What is the largest employer in Quebec? The federal government. Why Quebecers think that they could succeed on their terms and somehow not lose all of the federal employment - not to mention transfer payments - is beyond me.

Oh well - down south of us they think they can somehow reduce their massive deficit and debt by cutting taxes - so self delusion is clearly political reality all around.


----------



## Argonaut (Dec 7, 2010)

Didn't we win on the Plains of Abraham.

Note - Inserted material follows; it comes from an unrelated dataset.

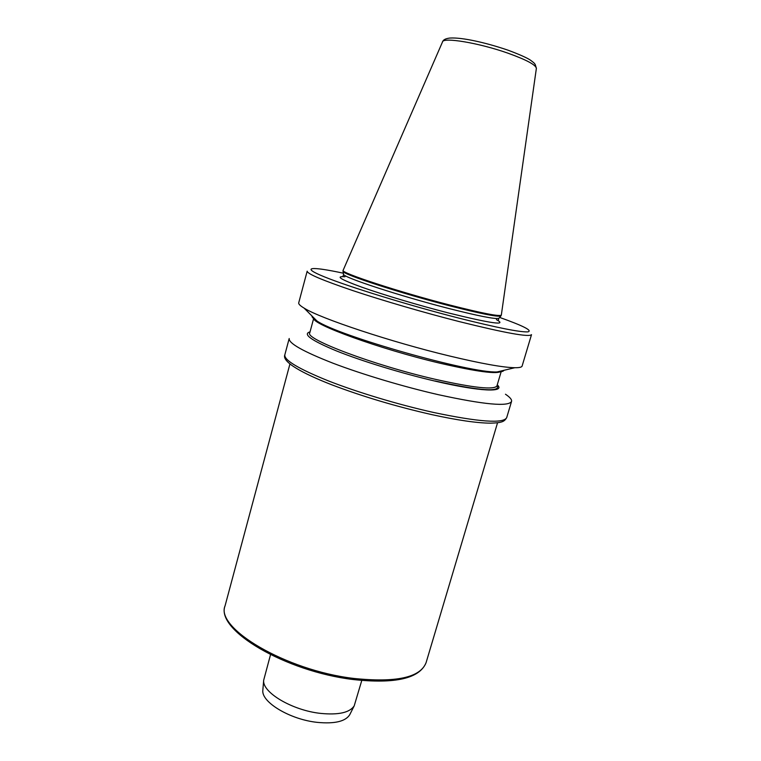 <?xml version="1.0" encoding="UTF-8"?>
<svg xmlns="http://www.w3.org/2000/svg" width="761" height="761" viewBox="0 0 761 761"><rect width="100%" height="100%" fill="white"/><g stroke="black" fill="none" stroke-linecap="round" stroke-linejoin="round"><path stroke-width="1.14" d="M449.951 305.075C398.783 291.948 339.558 272.448 343.125 270.326L442.493 41.969C442.693 36.899 478.992 42.901 508.034 53.203C526.812 59.967 536.248 65.075 536.353 68.528L501.328 315.092C499.597 316.69 482.464 313.351 449.951 305.075M501.328 315.092L500.833 316.062C497.199 316.995 480.162 313.589 449.732 305.836C400.781 293.289 343.201 274.512 343.03 271.411L343.125 270.326M497.256 384.838C505.884 392.552 480.648 391.81 435.501 381.223C401.903 373.404 362.103 361.199 336.762 351.04C311.211 340.452 302.307 334.05 310.041 331.863M505.466 394.227C509.965 397.232 511.991 399.63 511.544 401.428C508.51 406.907 484.148 404.662 438.431 394.702C403.435 386.702 362.246 374.364 332.957 363.187C303.144 351.506 288.552 343.278 289.19 338.512L284.823 354.854C284.043 360.143 298.483 368.79 328.143 380.795C357.27 392.257 398.345 404.624 433.323 412.414C479.011 422.032 503.478 423.772 506.702 417.637L511.544 401.428M522.122 366.041C521.78 367.211 519.335 367.772 514.788 367.725C502.897 367.458 481.171 363.558 449.608 356.015C391.173 342.041 320 318.307 304.086 308.1C300.186 305.76 298.398 304 298.721 302.83L307.178 271.173C307.13 273.77 322.35 280.248 352.838 290.597C382.754 300.585 424.448 312.742 459.539 321.665C505.304 333.042 529.295 337.37 531.501 334.65L522.122 366.041M503.925 370.312C503.516 371.406 501.252 371.939 497.114 371.939C471.126 373.546 338.226 335.934 316.928 320.952C313.408 318.792 311.753 317.137 311.981 315.996M349.955 714.284L349.68 714.836C345.342 721.485 334.574 723.996 317.366 722.379C290.093 719.592 261.156 702.099 262.83 690.265L262.878 689.647M361.77 680.496L354.217 705.827C349.775 712.619 338.578 715.14 320.638 713.399C292.186 710.394 261.946 692.291 263.687 680.21L270.526 654.669M496.41 319.62C507.758 325.86 491.692 323.625 448.219 312.895C418.598 305.313 383.211 294.764 361.932 287.211C340.576 279.458 334.916 275.967 344.942 276.757M426.084 662.688C419.615 678.527 395.178 684.129 352.771 679.487C285.423 671.297 215.154 629.975 225.075 605.804C215.002 627.939 285.575 670.355 353.475 678.403C396.091 682.836 420.291 677.594 426.084 662.688L497.551 422.764M499.14 317.993L498.845 318.336C495.202 319.316 478.412 316.005 448.476 308.414C400.343 296.124 343.744 277.565 343.544 274.388L343.468 273.941M343.335 273.199C311.068 266.245 299.691 266.807 324.395 276.852C348.69 286.792 409.351 305.494 459.33 318.231C497.095 327.715 519.934 332.272 527.839 331.882C532.89 330.731 523.492 325.917 499.644 317.423M501.223 371.244C497.561 374.479 477.071 371.777 439.763 363.159C379.834 349.071 311.011 323.967 313.789 318.212M501.299 371.225L496.962 385.856C494.355 390.117 473.742 387.92 435.121 379.273C373.784 365.242 304.381 338.883 309.765 332.89L313.741 318.155M497.114 385.342C501.204 392.41 480.572 390.973 435.197 381.014M315.977 319.991L312.895 316.918M502.66 370.617L498.426 371.625M343.078 276.1L343.544 274.388L343.03 271.411M500.833 316.062L498.845 318.336L498.35 320.029M442.588 41.75C443.235 39.772 445.68 38.535 449.913 38.05C462.355 37.241 486.355 42.825 507.597 50.036M506.702 417.637C504.391 421.394 502.707 422.812 490.617 423.164C477.052 423.078 457.456 420.234 431.81 414.631C395.986 406.479 362.54 396.5 331.482 384.685C302.612 373.394 281.665 361.894 284.823 354.854M289.922 364.005L225.075 605.804M315.796 319.82L313.827 317.841M501.385 370.921L498.674 371.568M497.114 371.939L514.788 367.725M316.928 320.952L304.086 308.1M507.853 50.121C519.525 54.488 527.097 57.865 530.56 60.233C535.211 63.658 534.232 63.42 535.154 64.352L536.381 68.29M262.83 690.265L263.687 680.21M349.68 714.836L354.217 705.827"/></g></svg>
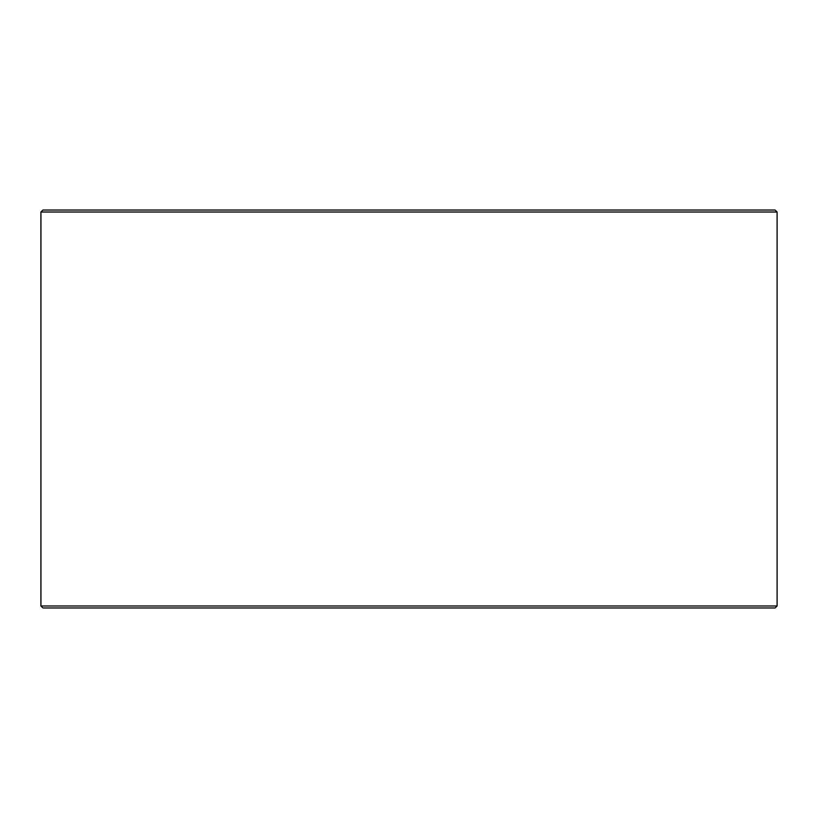 <?xml version="1.0" encoding="UTF-8"?>
<svg xmlns="http://www.w3.org/2000/svg" width="818" height="818" viewBox="0 0 818 818"><rect width="100%" height="100%" fill="white"/><g stroke="black" fill="none" stroke-linecap="round" stroke-linejoin="round"><path stroke-width="1.23" d="M40.951 605.985L42.945 607.968L40.9 605.985L40.9 212.015L42.894 210.032L775.106 210.032L777.1 212.015L40.951 212.015L40.951 605.985L777.1 605.985L777.1 212.015M42.945 210.032L40.951 212.015M42.945 607.968L775.106 607.968L777.1 605.985"/></g></svg>

Maybe it's time to reconquer Quebec.


----------



## Miser (Apr 24, 2011)

The Greece of Canada......take 15B a year in transfer payments and want to leave??
Let the MF'ers leave and quit the blackmail of the ROC.


----------



## dubmac (Jan 9, 2011)

I read this passgae when reading an article on post eection Quebec - not sure if the author has much credibility - but the author certainly has their opinion! (see below) - orginal article can be found here http://www.montrealgazette.com/opinion/MacDonald+some+damage/7190112/story.html



"Make no mistake: an era of peace and relative harmony in Ottawa-Quebec relations is coming to an abrupt end.

As for the economy, the one thing markets detest most is political uncertainty. Moreover, investment and jobs will not come to a province whose government is hostile to business.

As of today, there is no incentive for business to locate in Quebec. For example, anyone making more than $250,000 a year would see the top marginal tax rate increased from 48 to 55 per cent, when Quebec residents already pay the highest taxes in the country. The capital gains tax would also be increased from 50 to 75 per cent. Locating a plant in Cornwall, or a high-tech startup in Ottawa, is a complete no-brainer. Re-locating is also an option.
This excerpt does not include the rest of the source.